### TASK DIRECTIONS
Among the entries below, copy every line that carries the word "바이브코딩을".

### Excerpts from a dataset
[Start of Attachment]

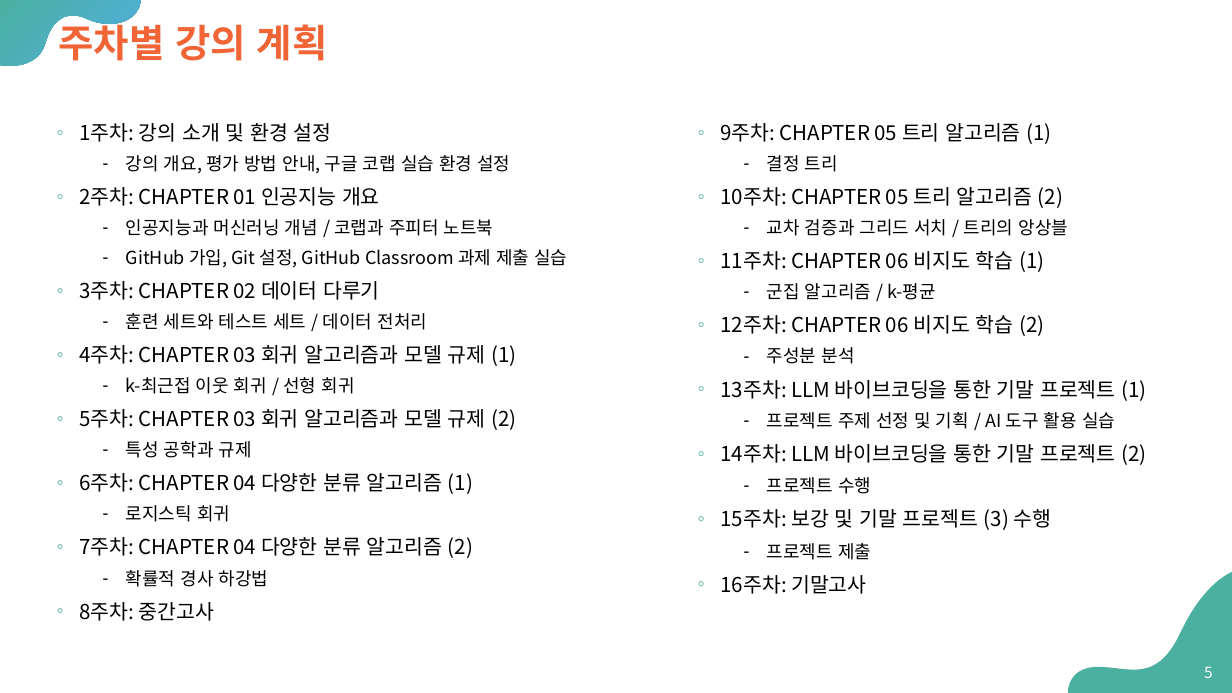
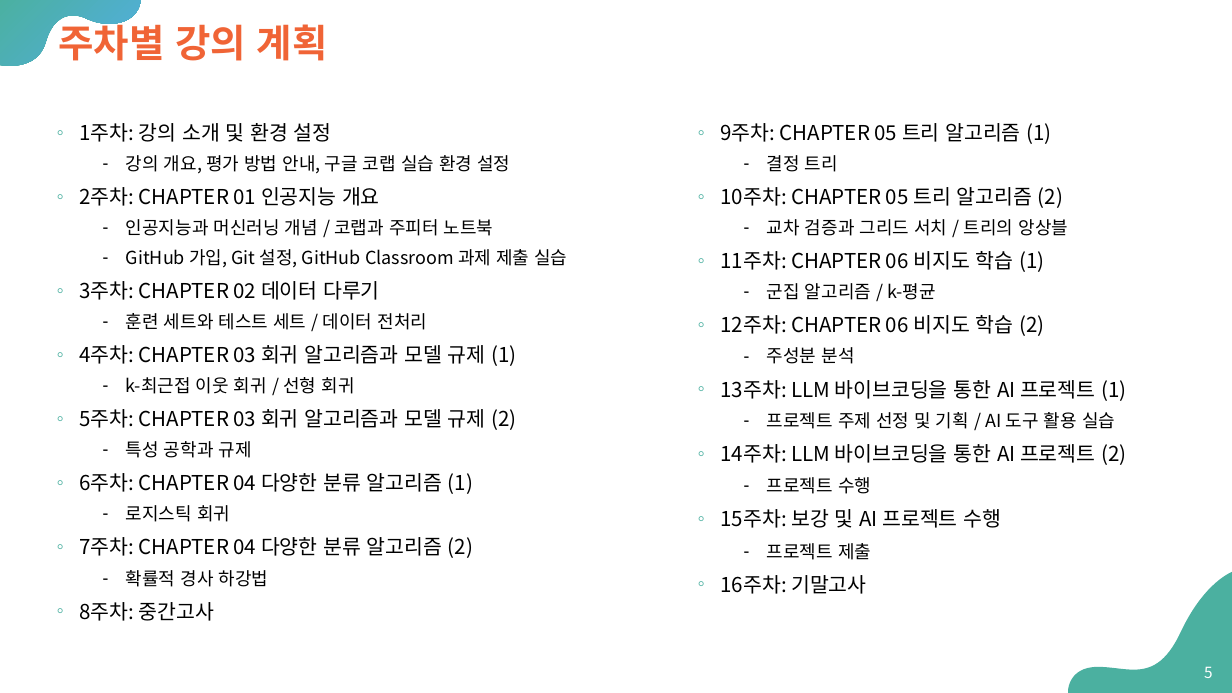
Before and after one commit to Sangdon-Park/Sangdon-Park.github.io, a slide deck: slide 5 of data/인공지능/00 - preview.pptx. Drawn at 1232x693 pixels with LibreOffice and Linux fonts; fonts in the diff are those of the drawing. Boxes give left, top, right and bottom in pixels: in the first picture for what was removed or moved away, otherwise in the second. Text is boxed around its words. In the diff, an @@ line names an element or a change of style, - is before the commit and + after.

```diff
--- a/data/인공지능/00 - preview.pptx
+++ b/data/인공지능/00 - preview.pptx
@@ text at (721, 380, 1126, 401): text changed @@
-◦ 13주차: LLM 바이브코딩을 통한 기말 프로젝트 (1)
+◦ 13주차: LLM 바이브코딩을 통한 AI 프로젝트 (1)
@@ text at (721, 444, 1126, 465): text changed @@
-◦ 14주차: LLM 바이브코딩을 통한 기말 프로젝트 (2)
+◦ 14주차: LLM 바이브코딩을 통한 AI 프로젝트 (2)
@@ text at (721, 509, 1001, 528): text changed @@
-◦ 15주차: 보강 및 기말 프로젝트 (3) 수행
+◦ 15주차: 보강 및 AI 프로젝트 수행
```
Also in this commit, not shown: 25 other files.
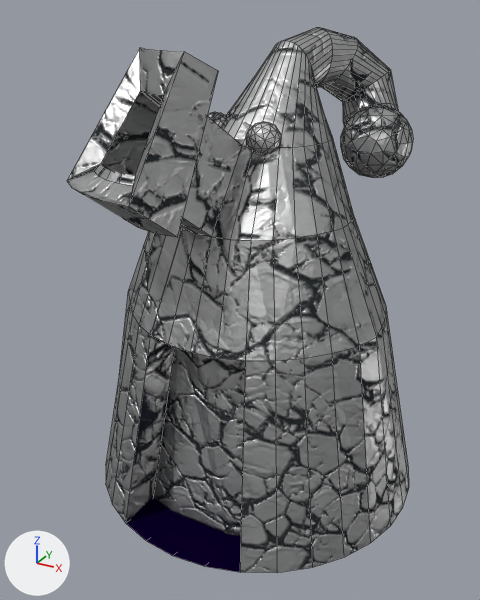
An edit to the Blender file Assets/Models/Buildings/SlimeHouse.blend, drawn before and after from the same camera.
The view is the same before and after, from a 50 mm camera at (6.32, -12.37, 10.44) aimed at (-0.24, -0.44, 4.48). The lights are fixed; the arrows at lower left show +X, +Y and +Z. Mesh edges are drawn as thin lines.
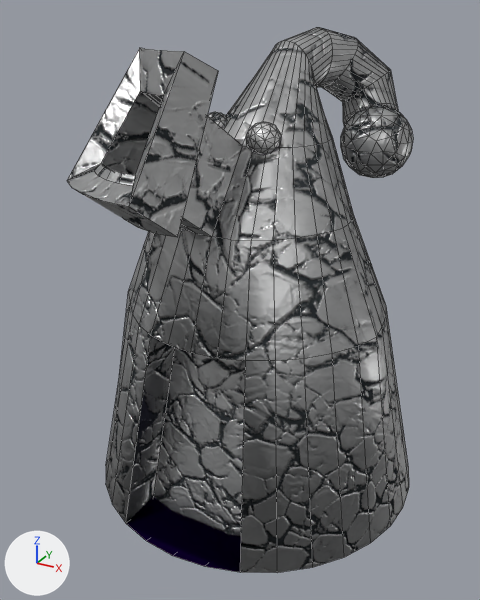
The change, as a list of edits to the scene's bpy script:
```text
Change me_circle:
    used by ob_circle; location = (0.0, 0.0, 0.0); scale = (3.78, 3.78, 3.78)
    verts and faces of me_circle; kept vertices keep their numbers, new ones are numbered from 692
    before: 53 (0.74, -0.3, 1.17) at pixel (359, 346)
    remove me_circle.from_pydata(...)  # 692 vertices, 894 faces; spans x -1.0..1.0, y -1.05..1.01, z -0.06..2.66
    add me_circle.from_pydata(...)  # 634 vertices, 781 faces; spans x -1.0..1.0, y -1.05..1.01, z -0.06..2.66
    me_circle part 1
    56 vertices are removed from x -0.4..0.34, y -0.76..0.47, z 1.15..2.11
    168 faces are deleted
    16 new faces join them
    40 new faces join them, smooth
    me_circle part 2
    add verts[53] = (0.74, -0.3, 1.17)  # moved, pixel (358, 345)
    me_circle part 3: 687 kept faces spanning x -1.0..1.0, y -1.0..1.01, z -0.06..2.66 are now shaded smooth
```

Changed parts and their boxes [x1, y1, x2, y2] in the pictures (480 x 600 px; the box of a moved part takes in the faces that stretch with it):
part 1 of me_circle, cut back: [151, 40, 332, 361] in both
part 2 of me_circle, moved or reshaped: [317, 228, 391, 557] in both
part 3 of me_circle, shading changed: [106, 39, 413, 573] in both
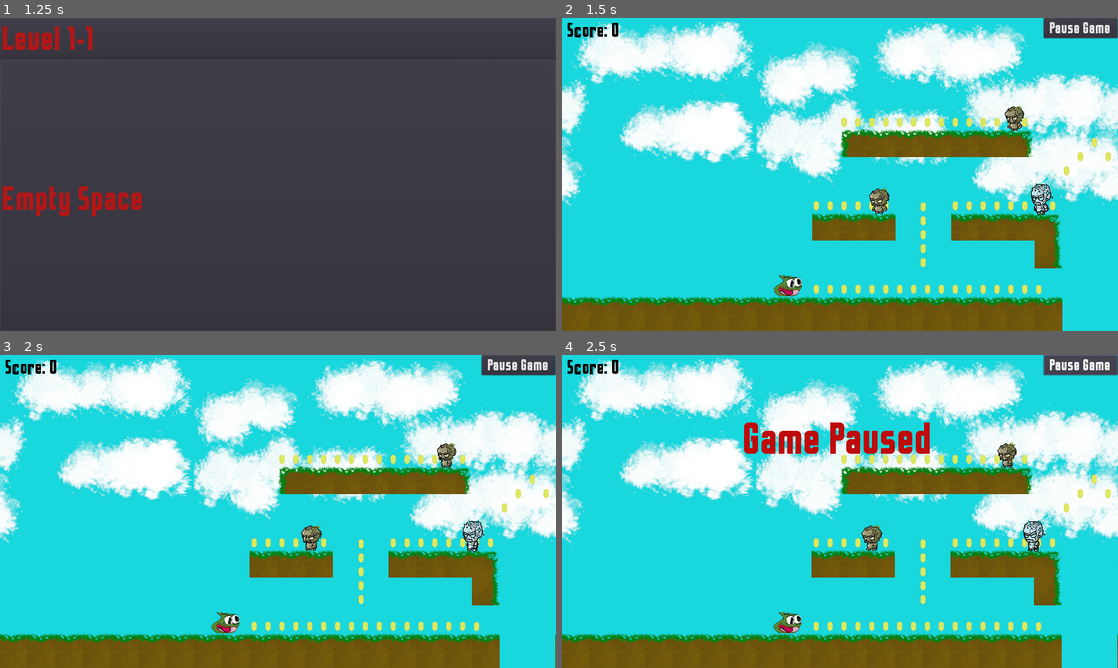
Above: before the commit, frames 1-4 (two rows, left to right).
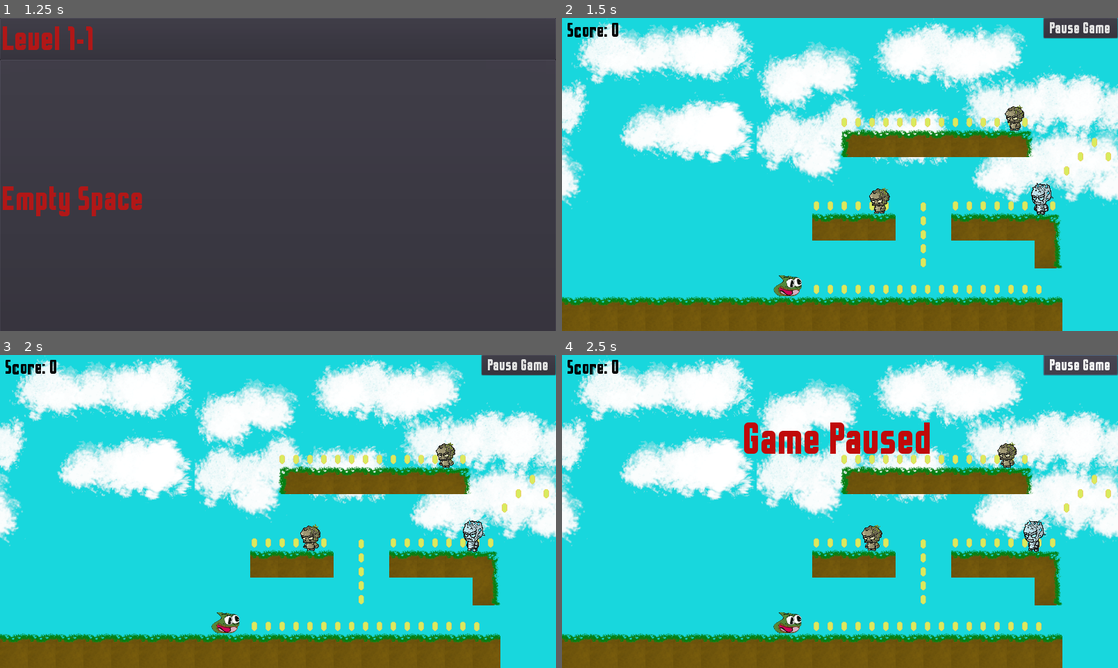
Above: after the commit, the same moments.

Repository: cbenally183/Test-Game
Game: Godot game, scene res://Menu.tscn
Same seed, same stepped clock (60 frames per second), same inputs: the game is played once before the commit and once after it.
Inputs:
- Up to frame 1 (1.25 s): click "Untitled Game" at 0.5 s
- Up to frame 2 (1.5 s): click "Level 1-1" at 1.25 s
- Up to frame 3 (2 s): no input
- Up to frame 4 (2.5 s): click "Pause Game" at 2 s

Frame 1 is identical in both runs. In frame 2, 0.7% of the frame differs, in the area x 0-99%, y 1-92%; in frame 3, 1.7%, in the area x 0-100%, y 0-100%; in frame 4, 1.6%.

Commit message:
tiles

Diff:
--- a/World.tscn
+++ b/World.tscn
@@ -1112,7 +1112,7 @@
 position = Vector2( 720.175, 280 )
 scale = Vector2( 0.166982, 0.164938 )
 frames = SubResource( 5 )
-frame = 18
+frame = 17
 playing = true
 
 [node name="CollisionShape2D2" type="CollisionShape2D" parent="enemies/5Head"]
@@ -1134,7 +1134,7 @@
 position = Vector2( 148, 81.2227 )
 scale = Vector2( 0.13177, 0.13505 )
 frames = SubResource( 5 )
-frame = 6
+frame = 5
 playing = true
 
 [node name="CollisionShape2D2" type="CollisionShape2D" parent="enemies/5Head2"]
@@ -1156,7 +1156,6 @@
 position = Vector2( -224.086, 96.738 )
 scale = Vector2( 0.126852, 0.103998 )
 frames = SubResource( 7 )
-frame = 8
 playing = true
 
 [node name="CollisionShape2D" type="CollisionShape2D" parent="enemies/Billy"]
@@ -1179,7 +1178,6 @@
 position = Vector2( 87.2688, -90 )
 scale = Vector2( 0.119923, 0.100888 )
 frames = SubResource( 7 )
-frame = 8
 playing = true
 
 [node name="CollisionShape2D" type="CollisionShape2D" parent="enemies/Billy2"]
@@ -1249,7 +1247,7 @@
 [node name="TileMap" type="TileMap" parent="."]
 tile_set = SubResource( 21 )
 format = 1
-tile_data = PoolIntArray( -262133, 0, 0, -262132, 2, 0, -196597, 4, 0, -196596, 6, 0, -131061, 4, 0, -131060, 6, 0, -5, 0, 0, -4, 1, 0, -3, 1, 0, -2, 1, 0, -1, 1, 0, -65536, 1, 0, -65535, 2, 0, -65531, 0, 0, -65530, 1, 0, -65529, 1, 0, -65528, 1, 0, -65527, 1, 0, -65526, 1, 0, -65525, 5, 0, -65524, 6, 0, 65556, 0, 0, 65557, 1, 0, 65558, 1, …(2480 unchanged characters)…
+tile_data = PoolIntArray( -262133, 0, 0, -262132, 2, 0, -196597, 4, 0, -196596, 6, 0, -196594, 1, 0, -196593, 1, 0, -196592, 1, 0, -196591, 1, 0, -196588, 0, 0, -196587, 1, 0, -196586, 1, 0, -196585, 1, 0, -196584, 2, 0, -131061, 4, 0, -131060, 6, 0, -131052, 4, 0, -131051, 5, 0, -131050, 5, 0, -131049, 5, 0, -131048, 6, 0, -5, 0, 0, -4, 1, 0, -3, 1, 0, -2, 1, 0, -1, 1, 0, -65536, 1, 0, -65535, 2, 0, -65531, 0, 0, -65530, 1, 0, -65529, 1, 0, -65528, 1, 0, -65527, 1, 0, -65526, 1, 0, -65525, 5, 0, -65524, 6, 0, 14, 1, 0, 15, 1, 0, 16, 1, 0, 17, 1, 0, 31, 1, 0, 32, 1, 0, 33, 1, 0, 34, 1, 0, 35, 1, 0, 36, 1, 0, 65556, 0, 0, 65557, 1, 0, 65558, 1, …(2480 unchanged characters)…
 __meta__ = {
 "_edit_lock_": true
 }

[End of Attachment]

### SOLUTION FOR THIS EXERCISE
-◦ 13주차: LLM 바이브코딩을 통한 기말 프로젝트 (1)
+◦ 13주차: LLM 바이브코딩을 통한 AI 프로젝트 (1)
-◦ 14주차: LLM 바이브코딩을 통한 기말 프로젝트 (2)
+◦ 14주차: LLM 바이브코딩을 통한 AI 프로젝트 (2)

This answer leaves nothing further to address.